- **DATA EXTRACTS**:
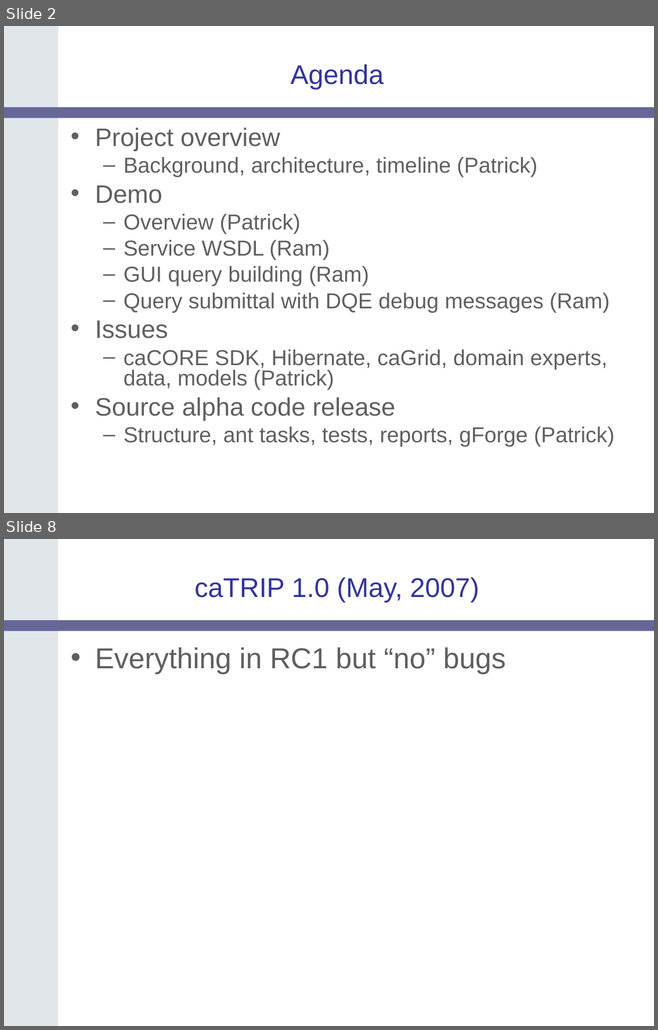
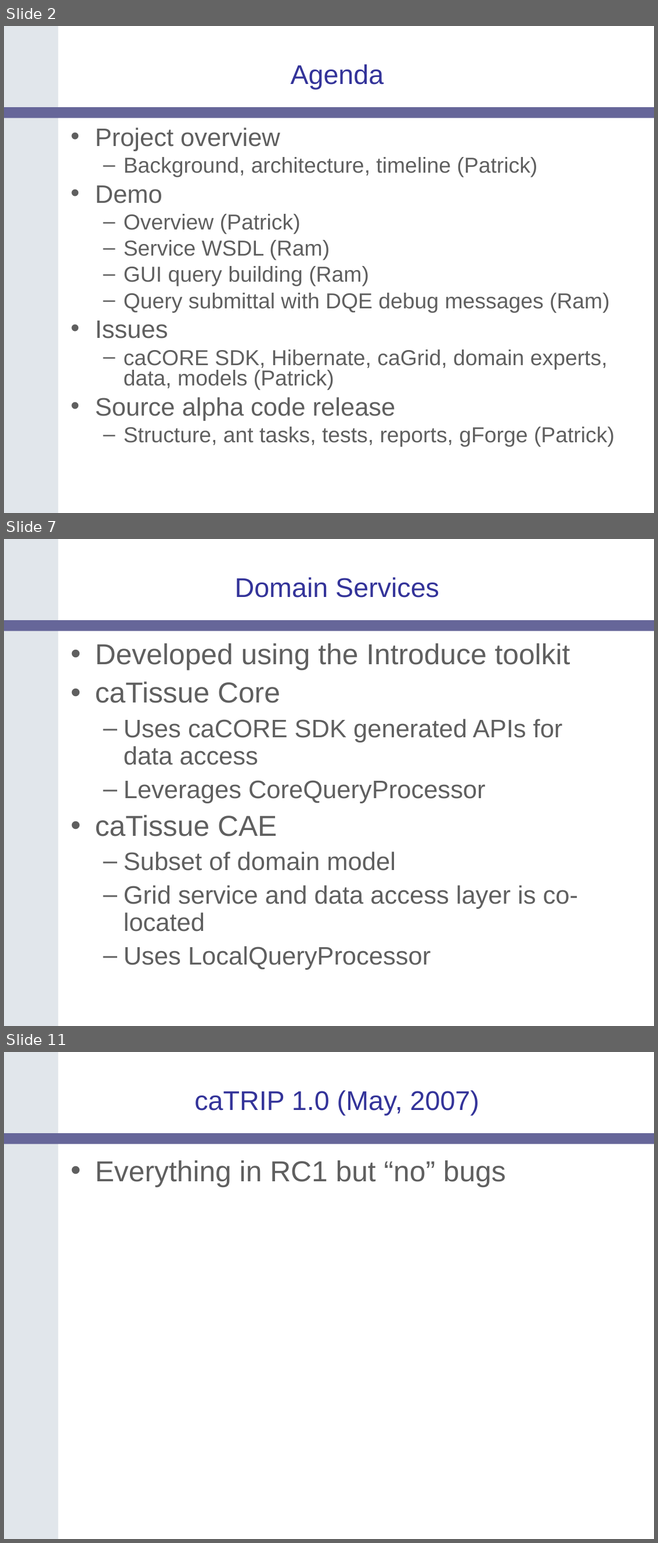
Before and after one commit to NCIP/catrip, a slide deck: catrip/documentation/presentations/catrip_alpha_demo_2006_08_11/catrip_alpha_demo_2006_08_11.ppt. Shown one above the other, each under a label of ours: slides 2 and 8 before the commit, slides 2, 7 and 11 after it; the slides between them are not shown. The pictures are 658x1030 and 658x1543 pixels, drawn with LibreOffice and Linux fonts; fonts in the diff are those of the drawing; background and template pictures are left out. Boxes give left, top, right and bottom in pixels: in the first picture for what was removed or moved away, otherwise in the second. Text is boxed around its words. In the diff, an @@ line names an element or a change of style, - is before the commit and + after.

```diff
--- a/catrip/documentation/presentations/catrip_alpha_demo_2006_08_11/catrip_alpha_demo_2006_08_11.ppt
+++ b/catrip/documentation/presentations/catrip_alpha_demo_2006_08_11/catrip_alpha_demo_2006_08_11.ppt
@@ slide 7 added at <box>4,539,654,1026</box>, background #FFFFFF; not listed: 2 template elements that a slide beside it also shows @@
@@ title added at <box>235,577,439,598</box>, 30 pt, text #333399 @@
+Domain Services
@@ text added at <box>95,643,578,970</box>, 28 pt, text #5F5F5F @@
+• Developed using the Introduce toolkit
+• caTissue Core
+  – Uses caCORE SDK generated APIs for data access
+  – Leverages CoreQueryProcessor
+• caTissue CAE
+  – Subset of domain model
+  – Grid service and data access layer is co-located
+  – Uses LocalQueryProcessor
@@ what was slide 8 is now slide 11 @@
```
Also in this commit, not shown: 9 slides changed, 3 other slides added, 2 slides removed.
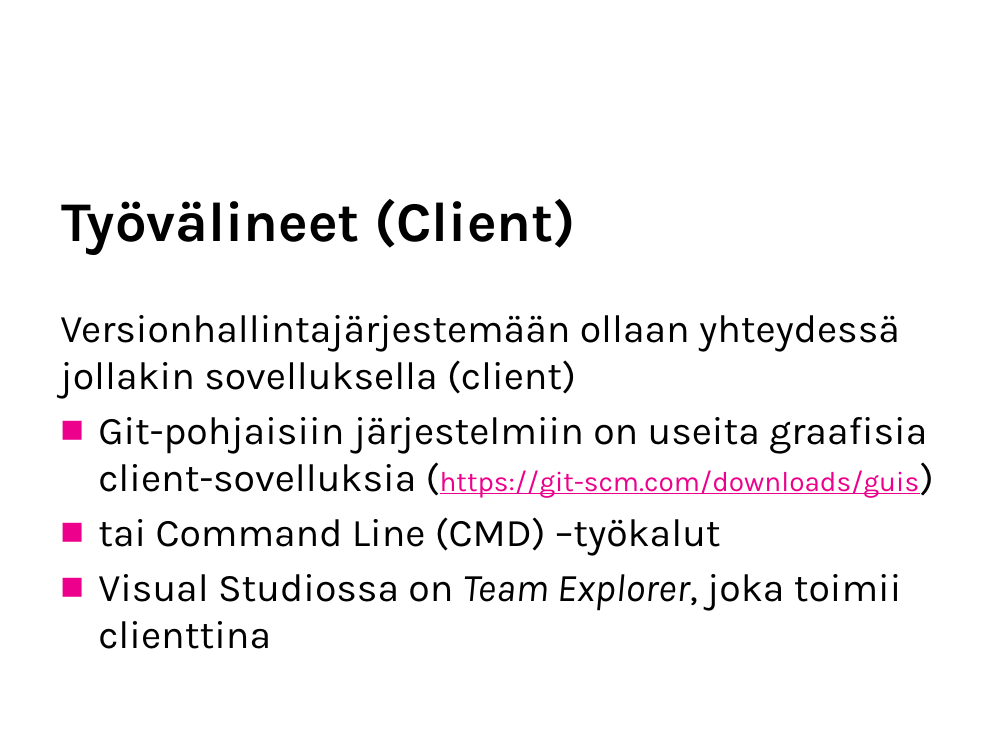
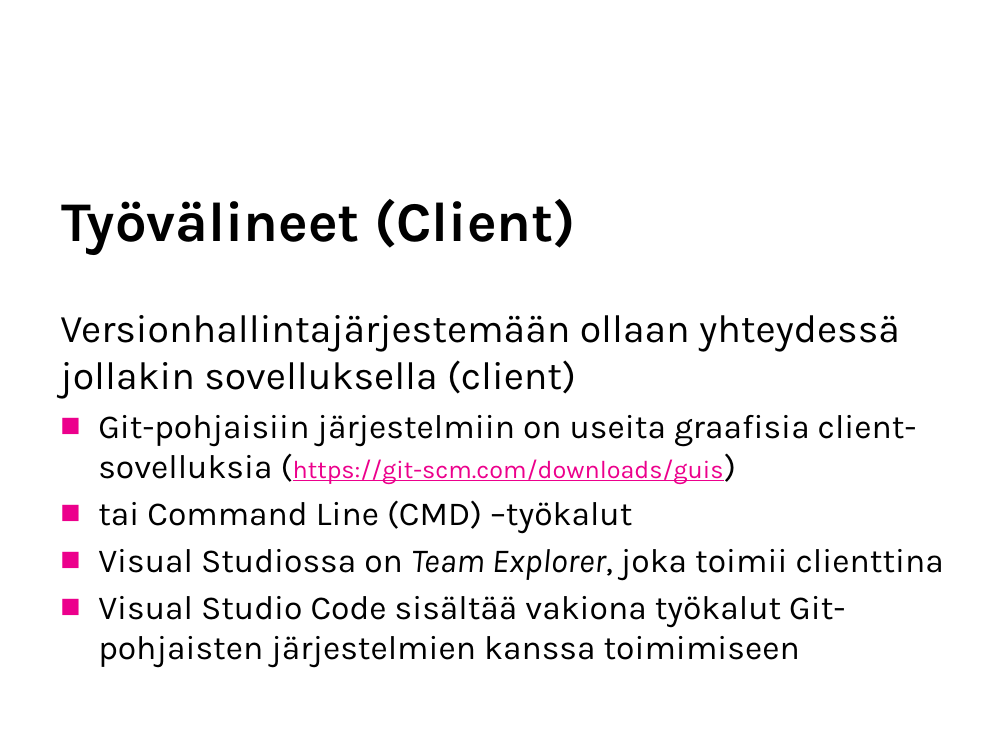
Before and after one commit to SavoniaUAS/versioncontrol, a slide deck: slide 16 of versionhallinta.pptx (slide 15 before the commit). Drawn at 1008x756 pixels with LibreOffice and Linux fonts; fonts in the diff are those of the drawing; background and template pictures are left out. Boxes give left, top, right and bottom in pixels: in the first picture for what was removed or moved away, otherwise in the second. Text is boxed around its words. In the diff, an @@ line names an element or a change of style, - is before the commit and + after.

```diff
--- a/versionhallinta.pptx
+++ b/versionhallinta.pptx
@@ text at (98, 415, 944, 581): size 28 to 24 pt in "Git-pohjaisiin järjestelmiin on useita graafisia client-sove ...", "tai Command Line (CMD) –työkalut", "Visual Studiossa on Team Explorer, joka toimii ..."; size 20 to 18 pt in "(https://git-scm.com/downloads/guis)" @@
@@ text at (98, 596, 845, 668): paragraph added @@
+■ Visual Studio Code sisältää vakiona työkalut Git-pohjaisten järjestelmien kanssa toimimiseen
```
Also in this commit, not shown: 6 other slides changed, 7 slides added, 1 other file.

- **AIM OF THE EXERCISE**: Filter this listing and copy only the lines holding the word "access".

- **ANSWER TO THE EXERCISE**:
+  – Uses caCORE SDK generated APIs for data access
+  – Grid service and data access layer is co-located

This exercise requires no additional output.